20070703

talent... or lack thereof

Just did this last night... I'm not exactly that great at music, but I have been pushing the issue a long time, so I'm proud of this one even if it's best classified as rap... there are a few flavours of rap so I'll just tell myself it's amongst the better flavours... LOL  (Hm.  Funny thing is... you ever hear that some people hate what describes them?  I've always hated rap, yet it's the only "music" I've actually got an inkling of ability for, and I only recently acknowledged that I like SOME rap - chiefly Eminem.  Maybe accepting that has allowed me to pursue it myself.  Ugh... LOL)


Guess I am somewhat multi-talented... I think "versatile" is more the word.  I can't say I'm awesome at any one thing (other than spotting spelling errors a mile away and intuiting code pretty easily once immersed)... but I do have a myriad of abilities when I find some sort of interest to pour them into.

Like last night... I SUCK at music, yet on our way home, I wrote a jumbled outpouring of words in a notebook, and thought I might put them to song somehow - eventually.  Then I'm sitting here listening to music and I get... inspired!!  I whipped open GarageBand and intuitively found a beat that happened to be perfect even though I didn't know that fully at the time.  For a few minutes I stumbled over the rhythm of the words, trying to force them into the beat; then I simply tore them apart and reworded them into a rapping type of prose.

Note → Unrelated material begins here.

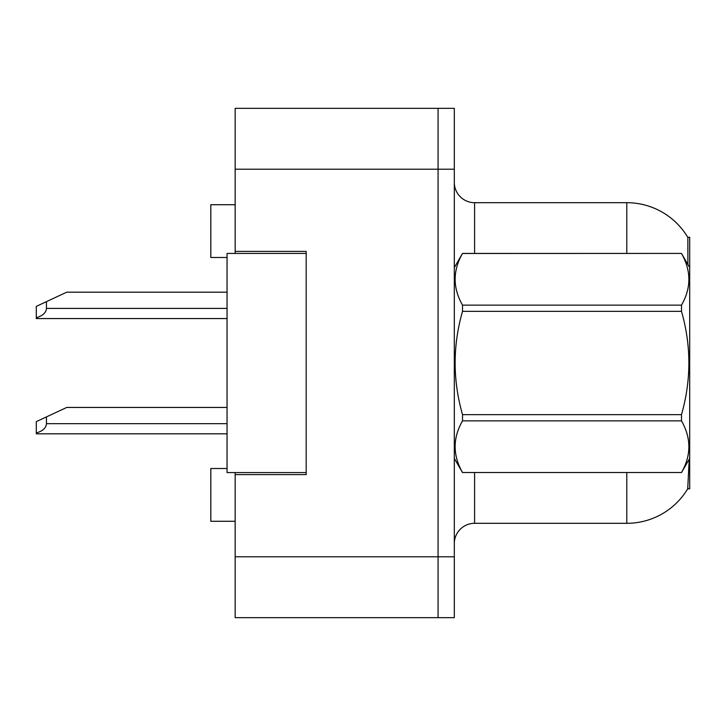 <?xml version="1.0" encoding="UTF-8"?>
<svg xmlns="http://www.w3.org/2000/svg" width="726" height="726" viewBox="0 0 726 726"><rect width="100%" height="100%" fill="white"/><g stroke="black" fill="none" stroke-linecap="round" stroke-linejoin="round"><path stroke-width="1.09" d="M235.16 472.581L235.16 617.663L438.077 617.663L438.077 108.337L235.16 108.337L235.16 253.419M235.16 251.396L306.181 251.396L306.181 474.604L235.16 474.604M689.237 459.177L687.703 488.807L689.7 488.807L689.7 237.193L687.858 237.438A71.021 71.021 0 0 0 626.792 202.69A71.021 71.021 0 0 1 687.703 237.193A71.021 71.021 0 0 0 626.792 202.69L474.604 202.69A20.292 20.292 0 0 1 454.313 182.398A20.292 20.292 0 0 0 474.604 202.69L474.604 253.419M227.047 468.515L210.812 468.515L210.812 521.277L235.16 521.277M227.047 257.485L210.812 257.485L210.812 204.723L235.16 204.723M454.313 543.602A20.292 20.292 0 0 1 474.604 523.31L626.792 523.31L626.792 472.581M688.067 488.208A71.021 71.021 0 0 1 626.792 523.31M687.876 264.473L687.858 237.438A71.021 71.021 0 0 0 626.792 202.69L626.792 253.419M438.077 108.337L454.313 108.337L454.313 617.663L438.077 617.663M689.7 390.189L689.7 391.613M306.181 472.581L227.047 472.581L227.047 253.419L306.181 253.419M689.7 267.631L681.496 253.419L462.516 253.483C452.688 270.626 452.688 287.841 462.516 305.129L462.516 311.354C452.688 345.694 452.688 380.134 462.516 414.646L462.516 420.871C452.688 438.014 452.688 455.229 462.516 472.517L681.496 472.517C691.324 455.374 691.324 438.159 681.496 420.871L462.516 420.871M462.516 305.129L681.496 305.129C691.324 287.986 691.324 270.771 681.496 253.483M681.496 305.129L681.496 311.354L462.516 311.354M462.516 414.646L681.496 414.646C691.324 380.134 691.324 345.694 681.496 311.354M681.496 414.646L681.496 420.871M689.7 458.369L681.496 472.581M454.313 267.631L462.516 253.419L681.496 253.419M454.313 458.369L462.516 472.581M462.516 472.517L681.496 472.517M46.446 416.905L46.446 423.675C46.11 427.968 42.725 431.072 36.3 432.968L36.3 421.643L66.738 407.44L227.047 407.44M36.3 432.968L36.3 433.821L227.047 433.821M46.446 301.653L46.446 308.414C46.11 312.706 42.725 315.81 36.3 317.716L36.3 306.381L66.738 292.179L227.047 292.179M36.3 317.716L36.3 318.56L227.047 318.56M235.16 556.788L454.313 556.788M235.16 169.212L454.313 169.212M474.604 472.581L474.604 523.31M454.712 266.941A20.292 3.521 -0 0 1 454.313 266.242M46.446 423.675L227.047 423.675M46.446 308.414L227.047 308.414"/></g></svg>

A few imperfections and happenstances lent me ideas and I left some in there as part of the song, tweaking as necessary to make it flow together passingly.  In under four hours, the whole thing had been recorded and converted to mp3.

I could have spent five years on that and it wouldn't have been as good as the inspired version of it was.  I don't even know why the Muses sent inspiration my way at that moment in time.  I never do.  But when inspiration strikes, boy, does it strike, and effortlessly, too.

Seems to me that it built up, too... prior to writing the poem on our way home, I'd been drawing in that notebook, just lined paper and blue liquid sketching across the pages.  The two drawings I did were actually pretty good considering I had no eraser, didn't care, wasn't trying very hard and yet still had some idea of what I wanted to illustrate.  It was one of those "decisions" that I feel click into place and don't question.  They are the most interesting pieces of my life.

And today, I didn't eat much at all, forcing down a bowl of Cream of Wheat just for sustenance as I worked on my websites, backups, and pictures, catching up on my computer requirements.  Then I realized I was shaking from the abuse so I begrudgingly went downstairs to find food.  I got sidetracked by organizing and cleaning out the pantry, and in the process, saw the rice sitting there on the shelf.  That reminded me that I'd wanted rice and veggies and chicken just last night but we'd had pizza instead, and I'd raised no objections because I didn't feel like cooking.  The cooking bug hit me.  So I made a huge pot of rice, a smaller one of lentils, and whipped out a frying pan for the veggies and chicken strips.

WOW is this stuff good!!  It's a cross between Chinese fried rice, spicy Indian lentils, and Mexican omelettes without the eggs.  And, as usual, I wasn't trying that hard.  I just grabbed whatever I felt like throwing in.  I don't think I've ever tired of this particular dish.  Probably because I can't make it the exact same way twice.  I've always got some slight variation up my sleeve and it keeps me (and my tastebuds) interested.  I just love the flavours of the vittles within, and the rice takes on these flavours in such wondrous ways.  Hard to do it without the meat, though.  Doesn't take much of it but it seems to be as necessary as the rice and the spices.

If all of life was this easy, we'd all be nervous some sort of doom was approaching!